Decorated Ukrainian singer-songwriter Max Barskih joined Billboard deputy editor Andrew Unterberger for “Don’t F*ck With Ukraine,” a live interview at Billboard’s MusicCon in Las Vegas on Friday (May 13), to talk about the war in his home country, his decision to join the military, and how his relationship with his Russian fans has changed since the Russian invasion.
The singer — born in Kherson, Ukraine, and most recently based in the capital city of Kyiv — got his start as a hopeful on Ukraine’s local version of American Idol in 2008 and as a contestant in 2012’s Eurovision competition. Six albums later, Barskih is known as one of the country’s most notable pop artists.
Barskih made headlines earlier this year as a symbol of resilience and patriotism when he opted to enlist in the Armed Forces of Ukraine in resistance of the Russian invasion of his home country and when he dropped his protest anthem “Don’t F*ck With Ukraine.”
As he walked up to the stage, a number of crowd members began waving Ukrainian flags in support. “Thank you for speaking out,” he told them.
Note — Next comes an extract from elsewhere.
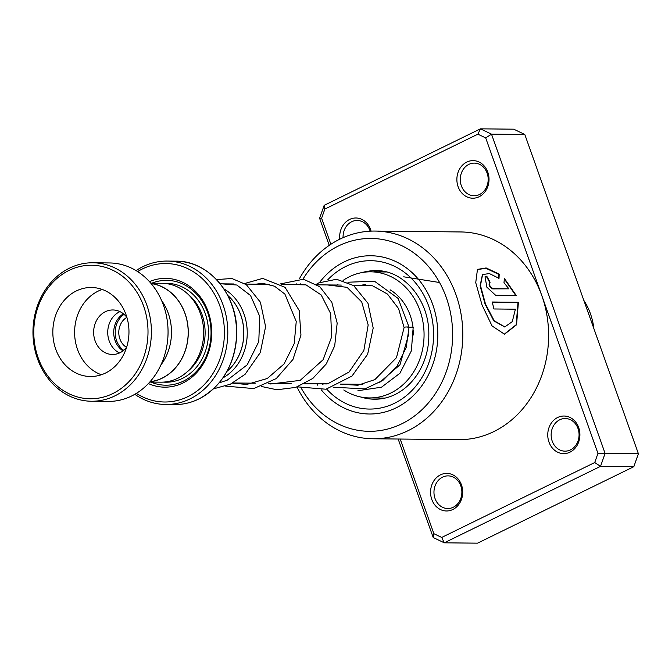 <?xml version="1.0" encoding="UTF-8"?>
<svg xmlns="http://www.w3.org/2000/svg" width="672" height="672" viewBox="0 0 672 672"><rect width="100%" height="100%" fill="white"/><g stroke="black" fill="none" stroke-linecap="round" stroke-linejoin="round"><path stroke-width="1.01" d="M150.116 381.671A49.358 42.218 -89.4 0 0 162.414 377.966A49.358 42.218 -89.4 0 0 187.79 325.584A49.358 42.218 -89.4 0 0 151.124 283.559M149.764 382.066L160.835 382.175A49.451 42.302 -89.4 0 0 177.82 378.218A49.451 42.302 -89.4 0 0 202.86 323.039A49.451 42.302 -89.4 0 0 161.86 283.273L150.788 283.156M148.394 383.561A54.398 46.528 -89.4 0 0 183.305 382.805A54.398 46.528 -89.4 0 0 208.53 312.799A54.398 46.528 -89.4 0 0 149.444 281.635M150.839 382.074A52.424 44.839 -89.4 0 0 183.674 380.999A52.424 44.839 -89.4 0 0 208.135 314.009A52.424 44.839 -89.4 0 0 151.855 283.172M136.382 393.364A69.233 59.22 -89.4 0 0 188.244 396.455A69.233 59.22 -89.4 0 0 219.744 305.609A69.233 59.22 -89.4 0 0 142.136 269.077A69.233 59.22 -89.4 0 0 137.642 271.58M136.08 270.606A71.711 61.337 90.6 0 1 142.598 266.818A71.711 61.337 90.6 0 1 167.21 261.072A71.711 61.337 90.6 0 1 226.657 318.73A71.711 61.337 90.6 0 1 190.352 398.74A71.711 61.337 90.6 0 1 165.732 404.485A71.711 61.337 90.6 0 1 134.803 394.304M150.016 381.78A49.451 42.302 -89.4 0 0 162.448 378.059A49.451 42.302 -89.4 0 0 187.866 325.508A49.451 42.302 -89.4 0 0 151.032 283.45M223.894 288.868A49.501 42.336 90.6 0 1 247.237 333.614A49.501 42.336 90.6 0 1 222.978 377.866M227.018 371.322A47.023 40.228 -89.4 0 0 227.8 295.487M227.85 295.596A46.981 40.186 90.6 0 1 227.069 371.221M160.91 364.963A49.358 42.218 -89.4 0 0 161.574 300.485M126.874 317.344A16.817 14.381 -89.4 0 0 118.784 332.287A16.817 14.381 -89.4 0 0 126.563 347.39M124.06 314.345A21.017 17.976 -89.4 0 0 123.69 350.33M123.404 313.799A21.017 17.976 -89.4 0 0 113.711 332.237A21.017 17.976 -89.4 0 0 123.018 350.868M68.67 270.589A66.763 57.103 -89.4 0 0 38.296 358.184A66.763 57.103 -89.4 0 0 113.131 393.414A66.763 57.103 -89.4 0 0 143.506 305.81A66.763 57.103 -89.4 0 0 68.67 270.589M115.24 395.699A69.233 59.22 90.6 0 1 91.468 401.243A69.233 59.22 90.6 0 1 34.07 345.576A69.233 59.22 90.6 0 1 69.124 268.33A69.233 59.22 90.6 0 1 92.896 262.777A69.233 59.22 90.6 0 1 150.293 318.452A69.233 59.22 90.6 0 1 115.24 395.699M105.722 372.943A44.512 38.069 -89.4 0 0 128.26 323.282A44.512 38.069 -89.4 0 0 91.358 287.49A44.512 38.069 -89.4 0 0 76.079 291.06A44.512 38.069 -89.4 0 0 53.542 340.712A44.512 38.069 -89.4 0 0 90.443 376.505A44.512 38.069 -89.4 0 0 105.722 372.943M102.228 289.464A44.512 38.069 -89.4 0 0 97.852 291.278A44.512 38.069 -89.4 0 0 74.651 334.538A44.512 38.069 -89.4 0 0 101.346 374.758M126.899 317.386A22.252 19.034 -89.4 0 0 112.904 309.968A22.252 19.034 -89.4 0 0 105.269 311.749A22.252 19.034 -89.4 0 0 93.996 336.58A22.252 19.034 -89.4 0 0 112.442 354.48A22.252 19.034 -89.4 0 0 120.086 352.691A22.252 19.034 -89.4 0 0 126.596 347.357M119.507 352.968A22.252 19.034 90.6 0 1 107.73 332.539A22.252 19.034 90.6 0 1 119.356 311.9A22.252 19.034 90.6 0 1 119.935 311.623M92.896 262.777L109.544 262.954A69.233 59.22 90.6 0 1 166.95 318.62A69.233 59.22 90.6 0 1 131.888 395.867A69.233 59.22 90.6 0 1 108.116 401.419L91.468 401.243M593.872 328.6A59.346 50.761 -89.4 0 0 583.834 300.392M479.111 196.753A18.791 16.078 90.6 0 1 458.102 186.682A18.791 16.078 90.6 0 1 466.78 162.086A18.791 16.078 90.6 0 1 487.788 172.15A18.791 16.078 90.6 0 1 479.111 196.753M468.871 164.38A16.321 13.961 -89.4 0 0 460.522 182.582A16.321 13.961 -89.4 0 0 474.054 195.754A16.321 13.961 -89.4 0 0 479.581 194.485A16.321 13.961 -89.4 0 0 487.931 176.282A16.321 13.961 -89.4 0 0 474.39 163.111A16.321 13.961 -89.4 0 0 468.871 164.38M339.797 239.182A18.791 16.078 90.6 0 1 349.583 219.45A18.791 16.078 90.6 0 1 371.095 231.134M370.154 231.176A16.321 13.961 -89.4 0 0 357.202 220.475A16.321 13.961 -89.4 0 0 351.674 221.743A16.321 13.961 -89.4 0 0 343.09 237.661M569.999 452.155A18.791 16.078 90.6 0 1 548.982 442.092A18.791 16.078 90.6 0 1 557.659 417.488A18.791 16.078 90.6 0 1 578.676 427.56A18.791 16.078 90.6 0 1 569.999 452.155M559.751 419.782A16.321 13.961 -89.4 0 0 551.401 437.984A16.321 13.961 -89.4 0 0 564.942 451.156A16.321 13.961 -89.4 0 0 570.469 449.887A16.321 13.961 -89.4 0 0 578.819 431.684A16.321 13.961 -89.4 0 0 565.278 418.513A16.321 13.961 -89.4 0 0 559.751 419.782M452.802 509.519A18.791 16.078 90.6 0 1 431.794 499.447A18.791 16.078 90.6 0 1 440.471 474.852A18.791 16.078 90.6 0 1 461.479 484.915A18.791 16.078 90.6 0 1 452.802 509.519M442.562 477.145A16.321 13.961 -89.4 0 0 434.213 495.348A16.321 13.961 -89.4 0 0 447.745 508.519A16.321 13.961 -89.4 0 0 453.272 507.251A16.321 13.961 -89.4 0 0 461.622 489.048A16.321 13.961 -89.4 0 0 448.081 475.877A16.321 13.961 -89.4 0 0 442.562 477.145M301.216 388.139A96.432 82.488 -89.4 0 0 401.78 423.814A96.432 82.488 -89.4 0 0 446.309 297.595A96.432 82.488 -89.4 0 0 338.478 245.944A96.432 82.488 -89.4 0 0 302.971 279.14M299.376 278.804A103.858 88.83 90.6 0 1 339.889 239.14A103.858 88.83 90.6 0 1 375.043 231.067A103.858 88.83 90.6 0 1 461.194 314.891A103.858 88.83 90.6 0 1 408.055 430.693A103.858 88.83 90.6 0 1 372.901 438.766A103.858 88.83 90.6 0 1 296.974 386.996M344.165 261.904A79.128 67.679 -89.4 0 0 319.519 282.534A79.128 67.679 -89.4 0 1 344.165 261.904A79.128 67.679 -89.4 0 1 370.944 255.755A79.128 67.679 -89.4 0 0 344.165 261.904M316.814 383.83A79.128 67.679 -89.4 0 0 317.789 385.241A79.128 67.679 -89.4 0 1 316.814 383.83M321.367 389.936A79.128 67.679 -89.4 0 0 369.314 414.002A79.128 67.679 -89.4 0 0 396.094 407.854A79.128 67.679 -89.4 0 0 436.582 319.62A79.128 67.679 -89.4 0 0 370.944 255.755A79.128 67.679 -89.4 0 1 436.582 319.62A79.128 67.679 -89.4 0 1 396.094 407.854A79.128 67.679 -89.4 0 1 369.314 414.002A79.128 67.679 -89.4 0 1 321.367 389.936M518.414 302.282L492.148 302.005A103.858 88.83 90.6 0 1 493.912 308.969L515.407 309.196L512.274 321.653L504.815 326.911L494.222 320.804L485.47 303.954L480.472 285.55L482.58 274.562L489.359 273.554L499.027 278.342L499.195 274.117L486.133 267.943L477.464 269.388L475.734 282.66L482.042 305.012L492.038 325.92L504.496 334.202L516.541 324.811L518.414 302.282L492.198 302.173M508.889 288.826L493.038 288.666C489.678 286.482 488.687 284.357 490.073 282.29A103.858 88.83 90.6 0 0 486.73 276.175L485.024 276.822L486.881 287.204L495.617 295.268L516.239 295.478L504.353 278.368L504 282.727L508.889 288.826L492.66 288.884C489.3 286.717 488.317 284.6 489.712 282.542M489.418 282.584L490.073 282.29M372.901 438.766L458.716 439.648A103.858 88.83 -89.4 0 0 493.87 431.575A103.858 88.83 -89.4 0 0 541.825 295.646A103.858 88.83 -89.4 0 0 460.858 231.958L375.043 231.067M400.201 439.051L433.885 533.694L441.706 537.44L594.728 462.538L597.954 453.382L485.696 137.911L477.876 134.165L324.853 209.068L321.619 218.215L330.884 244.255M329.246 245.356L319.603 218.266L324.173 205.321L480.43 128.839L513.736 129.184L524.79 134.476L638.4 453.734L633.83 466.679L477.574 543.161L444.268 542.816L433.213 537.524L398.16 439.026M477.876 134.165L480.43 128.839L491.492 134.14L605.094 453.39L600.533 466.334L633.83 466.679M594.728 462.538L600.533 466.334L444.268 542.816L441.706 537.44M597.954 453.382L638.4 453.734M485.696 137.911L491.492 134.14L524.79 134.476M296.394 284.617A103.858 88.83 90.6 0 1 296.806 283.76M300.3 283.811A96.432 82.488 -89.4 0 0 299.846 284.651M324.853 209.068L324.173 205.321M321.619 218.215L319.603 218.266M433.885 533.694L433.213 537.524M489.636 282.391A103.362 88.41 90.6 0 0 486.385 276.452L486.73 276.175M486.385 276.452L484.865 276.973M515.768 295.478L504.319 278.939M498.674 278.611L498.851 274.411L485.974 268.304L477.296 269.564M504.277 334.202L516.18 324.736L518.011 302.442M504.605 326.928L493.811 320.888L485.075 304.122L480.102 285.81L482.404 274.722M409.038 327.398L409.441 327.323C412.784 326.945 413.641 326.987 412.02 327.466M407.896 327.642C409.5 327.02 408.626 326.827 405.266 327.054L404.107 327.516L398.563 308.591L387.484 294.076L372.616 285.818L355.026 285.222M333.245 387.232L364.913 388.886L382.872 380.411L397.127 365.938L406.224 347.432L409.046 327.205L398.143 298.444L374.422 281.19L347.869 282.232M343.064 280.434A63.05 53.936 90.6 0 1 350.599 276.175A63.05 53.936 90.6 0 1 370.776 271.824L386.333 271.984M361.292 285.289A50.694 43.361 90.6 0 1 365.45 284.5M390.121 289.825A50.694 43.361 90.6 0 1 412.986 327.046M413.305 330.07A50.694 43.361 90.6 0 1 413.49 334.984M370.776 271.824A63.05 53.936 90.6 0 1 423.2 323.434A63.05 53.936 90.6 0 1 389.659 393.574A63.05 53.936 90.6 0 1 369.482 397.925A63.05 53.936 90.6 0 1 343.787 389.995M337.226 285.037A63.05 53.936 90.6 0 1 337.966 284.382M361.57 384.602A50.694 43.361 90.6 0 1 360.276 384.275M439.538 282.509L403.712 276.805M163.271 382.116A49.451 42.302 -89.4 0 0 182.683 378.269A49.451 42.302 -89.4 0 0 207.472 321.695A49.451 42.302 -89.4 0 0 164.287 283.382M187.06 371.893A46.981 40.186 -89.4 0 0 187.866 294.092M175.963 261.164C209.32 260.492 238.61 296.159 236.678 334.908C234.814 364.644 222.331 385.946 199.214 398.807C191.31 402.713 183.07 404.636 174.485 404.569A71.711 61.337 -89.4 0 0 199.105 398.832A71.711 61.337 -89.4 0 0 235.418 318.822A71.711 61.337 -89.4 0 0 175.963 261.164L167.21 261.072M217.812 281.098A71.417 61.093 90.6 0 1 216.737 385.51M327.827 279.745A74.18 63.454 90.6 0 1 345.786 266.465A74.18 63.454 90.6 0 1 428.728 306.197A74.18 63.454 90.6 0 1 394.472 403.292A74.18 63.454 90.6 0 1 326.659 389.088M360.805 397.018A64.294 54.995 -89.4 0 0 374.59 399.218C381.696 399.286 388.584 397.698 395.245 394.456C417.421 383.242 429.08 357.874 428.812 335.294C429.794 300.292 403.586 269.85 375.917 270.64A64.294 54.995 -89.4 0 0 362.09 272.563M323.005 384.728A74.18 63.454 90.6 0 1 322.358 383.888M362.863 384.3L340.46 384.073M327.004 383.93L304.601 383.704M291.136 383.561L268.733 383.334M255.276 383.191L232.865 382.964M174.485 404.569L165.732 404.485M370.986 285.382L353.102 285.197M341.3 285.079L317.234 284.827M305.441 284.71L281.375 284.458M269.581 284.34L245.515 284.088M233.713 283.97L220.223 283.828M504.395 326.945L504.815 326.911M408.534 334.732L399.983 364.77L379.252 382.78M357.983 385.224L353.64 384.208M219.148 382.889L227.203 380.192L247.229 364.812L258.787 341.603L259.711 316.369L250.53 295.504L236.83 285.02L220.13 283.718M232.579 383.116L246.649 384.476L267.271 378.504L284.038 363.997L294.193 343.686L296.243 321.502L284.894 294.101L274.554 286.213L262.794 283.357L255.562 284.197M268.439 383.485L270.682 383.989L300.166 380.386L323.148 359.688L331.624 336.932L330.683 313.639L321.199 294.966L306.004 284.869L291.421 284.567M304.307 383.855L327.919 383.704L349.07 372.019L363.854 350.49L368.172 324.929L361.721 301.938L347.054 287.33L327.289 284.936M340.175 384.224L357.874 385.241L374.875 379.613L396.472 357.689L404.107 327.491M213.494 388.853L230.32 384.216L245.095 374.304L260.308 352.556L265.6 326.634L260.4 302.215L246.322 284.659L231.857 278.502L216.518 279.586M225.649 386.123L253.739 388.584L276.268 378.571L292.958 359.453L300.964 335.11L299.191 310.498L285.054 287.314L262.643 278.41L244.642 283.517M261.517 386.492L276.906 389.768L295.747 387.4L312.833 378.42L326.281 363.938L334.706 345.786L337.176 323.123L331.817 302.282L319.822 286.759L303.484 279.224L280.51 283.886M297.377 386.854L325.979 389.222L352.002 376.043L367.643 354.245L373.195 328.054L367.996 303.332L353.716 285.625L336.546 279.25L318.805 282.887L316.369 284.256M413.188 327.121L411.365 350.86L399.916 373.262L381.52 387.19L359.638 390.457L357.89 390.222M342.51 384.754L341.384 384.082M385.031 398.093L369.482 397.925M381.906 271.942A7.417 7.417 0 0 0 374.203 271.866"/></g></svg>

The singer explained that music-making, once his full-time career, now comes secondary to supporting and defending his country against Russian forces. “It’s not just a war between Russia and Ukraine, it’s a war between good and evil,” he says, warning audience members that Russian propaganda indicates other countries are not safe from Putin’s regime either, especially Poland.
In his advocacy for his homeland, Barskih told Billboard that he’s lost most of his Russian fans due to government propaganda. Once one of his most supportive markets, Barskih says after calling for Russian fans to stand up against totalitarianism on social media, he started receiving “threat messages, hateful comments, and… [some] wishing death” on him.
The reaction he received was an important turning point for the singer, who often wrote and sang in Russian. He decided to pull his music from Russian streaming services and radio stations, severely impacting his income as an artist. After the war is over, he explains that he has “to start over. Hopefully there’s a space for me in the European and American markets.”
To cap off his conversation with Billboard, Barskih previewed a new protest song, written in Ukrainian, for viewers. Though the song is unfinished, he told the crowd, “When the war is over, I will finish that song.”